(Task to complete) Every line below should be copied exactly; drop the pictures.

** Opening Data block **

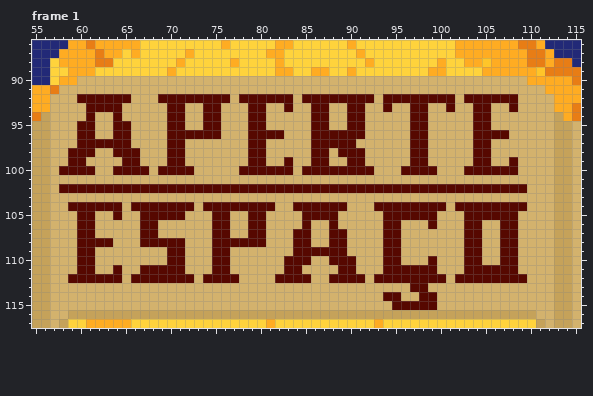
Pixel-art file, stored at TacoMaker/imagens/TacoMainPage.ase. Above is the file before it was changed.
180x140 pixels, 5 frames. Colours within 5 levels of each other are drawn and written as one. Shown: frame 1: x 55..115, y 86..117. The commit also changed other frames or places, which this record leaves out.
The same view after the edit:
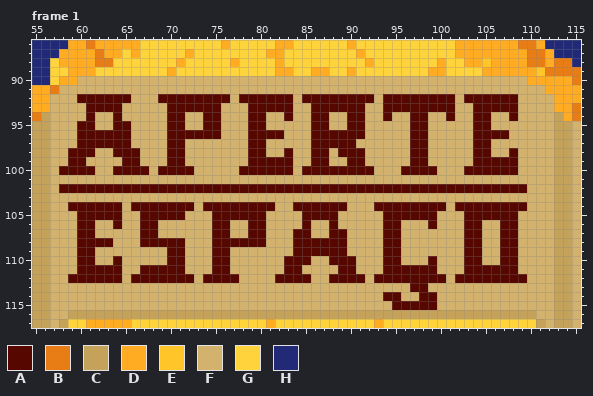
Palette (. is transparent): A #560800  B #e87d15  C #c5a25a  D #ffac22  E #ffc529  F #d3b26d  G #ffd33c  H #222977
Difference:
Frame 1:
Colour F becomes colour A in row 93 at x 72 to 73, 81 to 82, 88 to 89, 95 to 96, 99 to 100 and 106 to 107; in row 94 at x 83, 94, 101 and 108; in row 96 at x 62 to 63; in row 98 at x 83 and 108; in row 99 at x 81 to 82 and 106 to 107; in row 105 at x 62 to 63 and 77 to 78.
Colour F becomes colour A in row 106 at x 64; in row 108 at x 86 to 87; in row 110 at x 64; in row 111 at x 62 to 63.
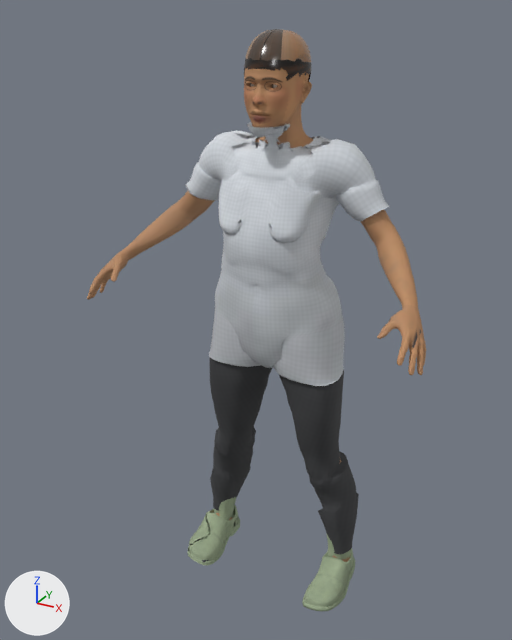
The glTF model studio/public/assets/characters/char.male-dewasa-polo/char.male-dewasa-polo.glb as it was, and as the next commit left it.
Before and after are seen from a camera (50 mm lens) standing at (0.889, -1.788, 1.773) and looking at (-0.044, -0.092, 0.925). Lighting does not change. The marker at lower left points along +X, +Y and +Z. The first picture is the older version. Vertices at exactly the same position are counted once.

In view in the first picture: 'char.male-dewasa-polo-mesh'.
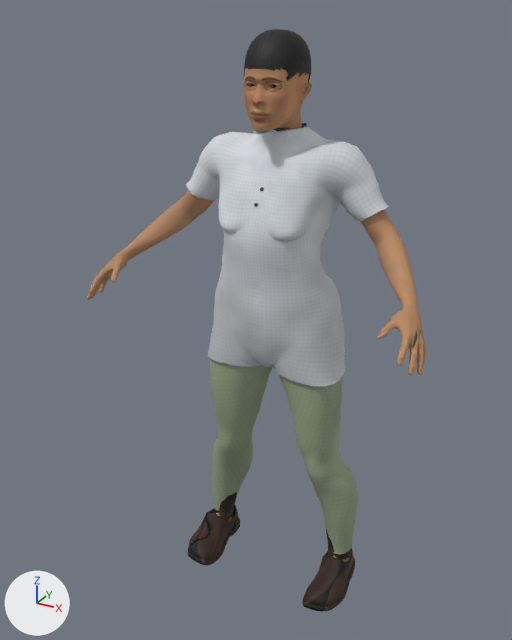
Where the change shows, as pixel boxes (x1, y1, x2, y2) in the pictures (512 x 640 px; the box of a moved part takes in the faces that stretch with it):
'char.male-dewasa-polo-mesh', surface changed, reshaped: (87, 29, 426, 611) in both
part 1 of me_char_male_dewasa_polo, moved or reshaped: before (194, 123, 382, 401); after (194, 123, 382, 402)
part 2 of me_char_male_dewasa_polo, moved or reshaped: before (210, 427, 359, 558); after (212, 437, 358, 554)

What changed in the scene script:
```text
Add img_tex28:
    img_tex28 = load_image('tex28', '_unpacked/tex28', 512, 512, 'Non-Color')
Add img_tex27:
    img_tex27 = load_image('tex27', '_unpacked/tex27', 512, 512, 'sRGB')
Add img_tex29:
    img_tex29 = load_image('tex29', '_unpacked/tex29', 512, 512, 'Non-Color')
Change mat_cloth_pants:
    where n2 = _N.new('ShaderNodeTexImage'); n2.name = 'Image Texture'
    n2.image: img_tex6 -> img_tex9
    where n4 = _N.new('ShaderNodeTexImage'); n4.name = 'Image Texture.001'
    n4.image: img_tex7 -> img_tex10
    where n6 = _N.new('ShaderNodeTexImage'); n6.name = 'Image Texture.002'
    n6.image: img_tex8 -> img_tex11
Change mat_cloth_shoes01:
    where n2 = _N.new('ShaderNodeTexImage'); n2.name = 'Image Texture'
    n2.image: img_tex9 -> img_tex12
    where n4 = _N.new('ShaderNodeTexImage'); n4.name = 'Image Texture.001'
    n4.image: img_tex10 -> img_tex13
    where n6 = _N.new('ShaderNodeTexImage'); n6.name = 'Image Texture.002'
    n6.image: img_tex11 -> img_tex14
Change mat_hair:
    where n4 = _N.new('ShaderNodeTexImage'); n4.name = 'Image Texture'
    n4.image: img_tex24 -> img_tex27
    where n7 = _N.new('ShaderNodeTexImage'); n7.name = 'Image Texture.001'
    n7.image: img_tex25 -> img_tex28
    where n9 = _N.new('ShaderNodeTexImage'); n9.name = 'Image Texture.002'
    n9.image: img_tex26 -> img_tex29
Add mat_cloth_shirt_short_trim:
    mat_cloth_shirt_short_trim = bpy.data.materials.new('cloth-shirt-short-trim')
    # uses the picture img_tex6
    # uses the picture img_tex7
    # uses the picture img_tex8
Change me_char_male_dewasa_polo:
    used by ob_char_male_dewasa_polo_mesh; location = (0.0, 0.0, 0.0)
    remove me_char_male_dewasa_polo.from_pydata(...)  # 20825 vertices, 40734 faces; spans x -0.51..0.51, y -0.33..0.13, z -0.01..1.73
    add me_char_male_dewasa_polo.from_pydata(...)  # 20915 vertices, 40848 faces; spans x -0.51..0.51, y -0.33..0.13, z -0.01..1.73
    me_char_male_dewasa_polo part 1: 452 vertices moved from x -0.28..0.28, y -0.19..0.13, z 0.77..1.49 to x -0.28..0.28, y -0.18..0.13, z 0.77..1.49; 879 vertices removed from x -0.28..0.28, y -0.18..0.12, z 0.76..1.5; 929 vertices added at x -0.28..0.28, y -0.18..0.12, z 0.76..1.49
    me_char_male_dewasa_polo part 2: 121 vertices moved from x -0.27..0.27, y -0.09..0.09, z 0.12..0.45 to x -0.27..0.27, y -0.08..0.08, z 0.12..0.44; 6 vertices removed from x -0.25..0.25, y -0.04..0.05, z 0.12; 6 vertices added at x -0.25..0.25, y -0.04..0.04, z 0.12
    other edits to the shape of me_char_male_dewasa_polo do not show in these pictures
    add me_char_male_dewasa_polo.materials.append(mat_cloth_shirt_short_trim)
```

** Closing Data block **

(Answer box)
Pixel-art file, stored at TacoMaker/imagens/TacoMainPage.ase. Above is the file before it was changed.
180x140 pixels, 5 frames. Colours within 5 levels of each other are drawn and written as one. Shown: frame 1: x 55..115, y 86..117. The commit also changed other frames or places, which this record leaves out.
The same view after the edit:
Palette (. is transparent): A #560800  B #e87d15  C #c5a25a  D #ffac22  E #ffc529  F #d3b26d  G #ffd33c  H #222977
Difference:
Frame 1:
Colour F becomes colour A in row 93 at x 72 to 73, 81 to 82, 88 to 89, 95 to 96, 99 to 100 and 106 to 107; in row 94 at x 83, 94, 101 and 108; in row 96 at x 62 to 63; in row 98 at x 83 and 108; in row 99 at x 81 to 82 and 106 to 107; in row 105 at x 62 to 63 and 77 to 78.
Colour F becomes colour A in row 106 at x 64; in row 108 at x 86 to 87; in row 110 at x 64; in row 111 at x 62 to 63.
The glTF model studio/public/assets/characters/char.male-dewasa-polo/char.male-dewasa-polo.glb as it was, and as the next commit left it.
Before and after are seen from a camera (50 mm lens) standing at (0.889, -1.788, 1.773) and looking at (-0.044, -0.092, 0.925). Lighting does not change. The marker at lower left points along +X, +Y and +Z. The first picture is the older version. Vertices at exactly the same position are counted once.

In view in the first picture: 'char.male-dewasa-polo-mesh'.
Where the change shows, as pixel boxes (x1, y1, x2, y2) in the pictures (512 x 640 px; the box of a moved part takes in the faces that stretch with it):
'char.male-dewasa-polo-mesh', surface changed, reshaped: (87, 29, 426, 611) in both
part 1 of me_char_male_dewasa_polo, moved or reshaped: before (194, 123, 382, 401); after (194, 123, 382, 402)
part 2 of me_char_male_dewasa_polo, moved or reshaped: before (210, 427, 359, 558); after (212, 437, 358, 554)

What changed in the scene script:
```text
Add img_tex28:
    img_tex28 = load_image('tex28', '_unpacked/tex28', 512, 512, 'Non-Color')
Add img_tex27:
    img_tex27 = load_image('tex27', '_unpacked/tex27', 512, 512, 'sRGB')
Add img_tex29:
    img_tex29 = load_image('tex29', '_unpacked/tex29', 512, 512, 'Non-Color')
Change mat_cloth_pants:
    where n2 = _N.new('ShaderNodeTexImage'); n2.name = 'Image Texture'
    n2.image: img_tex6 -> img_tex9
    where n4 = _N.new('ShaderNodeTexImage'); n4.name = 'Image Texture.001'
    n4.image: img_tex7 -> img_tex10
    where n6 = _N.new('ShaderNodeTexImage'); n6.name = 'Image Texture.002'
    n6.image: img_tex8 -> img_tex11
Change mat_cloth_shoes01:
    where n2 = _N.new('ShaderNodeTexImage'); n2.name = 'Image Texture'
    n2.image: img_tex9 -> img_tex12
    where n4 = _N.new('ShaderNodeTexImage'); n4.name = 'Image Texture.001'
    n4.image: img_tex10 -> img_tex13
    where n6 = _N.new('ShaderNodeTexImage'); n6.name = 'Image Texture.002'
    n6.image: img_tex11 -> img_tex14
Change mat_hair:
    where n4 = _N.new('ShaderNodeTexImage'); n4.name = 'Image Texture'
    n4.image: img_tex24 -> img_tex27
    where n7 = _N.new('ShaderNodeTexImage'); n7.name = 'Image Texture.001'
    n7.image: img_tex25 -> img_tex28
    where n9 = _N.new('ShaderNodeTexImage'); n9.name = 'Image Texture.002'
    n9.image: img_tex26 -> img_tex29
Add mat_cloth_shirt_short_trim:
    mat_cloth_shirt_short_trim = bpy.data.materials.new('cloth-shirt-short-trim')
    # uses the picture img_tex6
    # uses the picture img_tex7
    # uses the picture img_tex8
Change me_char_male_dewasa_polo:
    used by ob_char_male_dewasa_polo_mesh; location = (0.0, 0.0, 0.0)
    remove me_char_male_dewasa_polo.from_pydata(...)  # 20825 vertices, 40734 faces; spans x -0.51..0.51, y -0.33..0.13, z -0.01..1.73
    add me_char_male_dewasa_polo.from_pydata(...)  # 20915 vertices, 40848 faces; spans x -0.51..0.51, y -0.33..0.13, z -0.01..1.73
    me_char_male_dewasa_polo part 1: 452 vertices moved from x -0.28..0.28, y -0.19..0.13, z 0.77..1.49 to x -0.28..0.28, y -0.18..0.13, z 0.77..1.49; 879 vertices removed from x -0.28..0.28, y -0.18..0.12, z 0.76..1.5; 929 vertices added at x -0.28..0.28, y -0.18..0.12, z 0.76..1.49
    me_char_male_dewasa_polo part 2: 121 vertices moved from x -0.27..0.27, y -0.09..0.09, z 0.12..0.45 to x -0.27..0.27, y -0.08..0.08, z 0.12..0.44; 6 vertices removed from x -0.25..0.25, y -0.04..0.05, z 0.12; 6 vertices added at x -0.25..0.25, y -0.04..0.04, z 0.12
    other edits to the shape of me_char_male_dewasa_polo do not show in these pictures
    add me_char_male_dewasa_polo.materials.append(mat_cloth_shirt_short_trim)
```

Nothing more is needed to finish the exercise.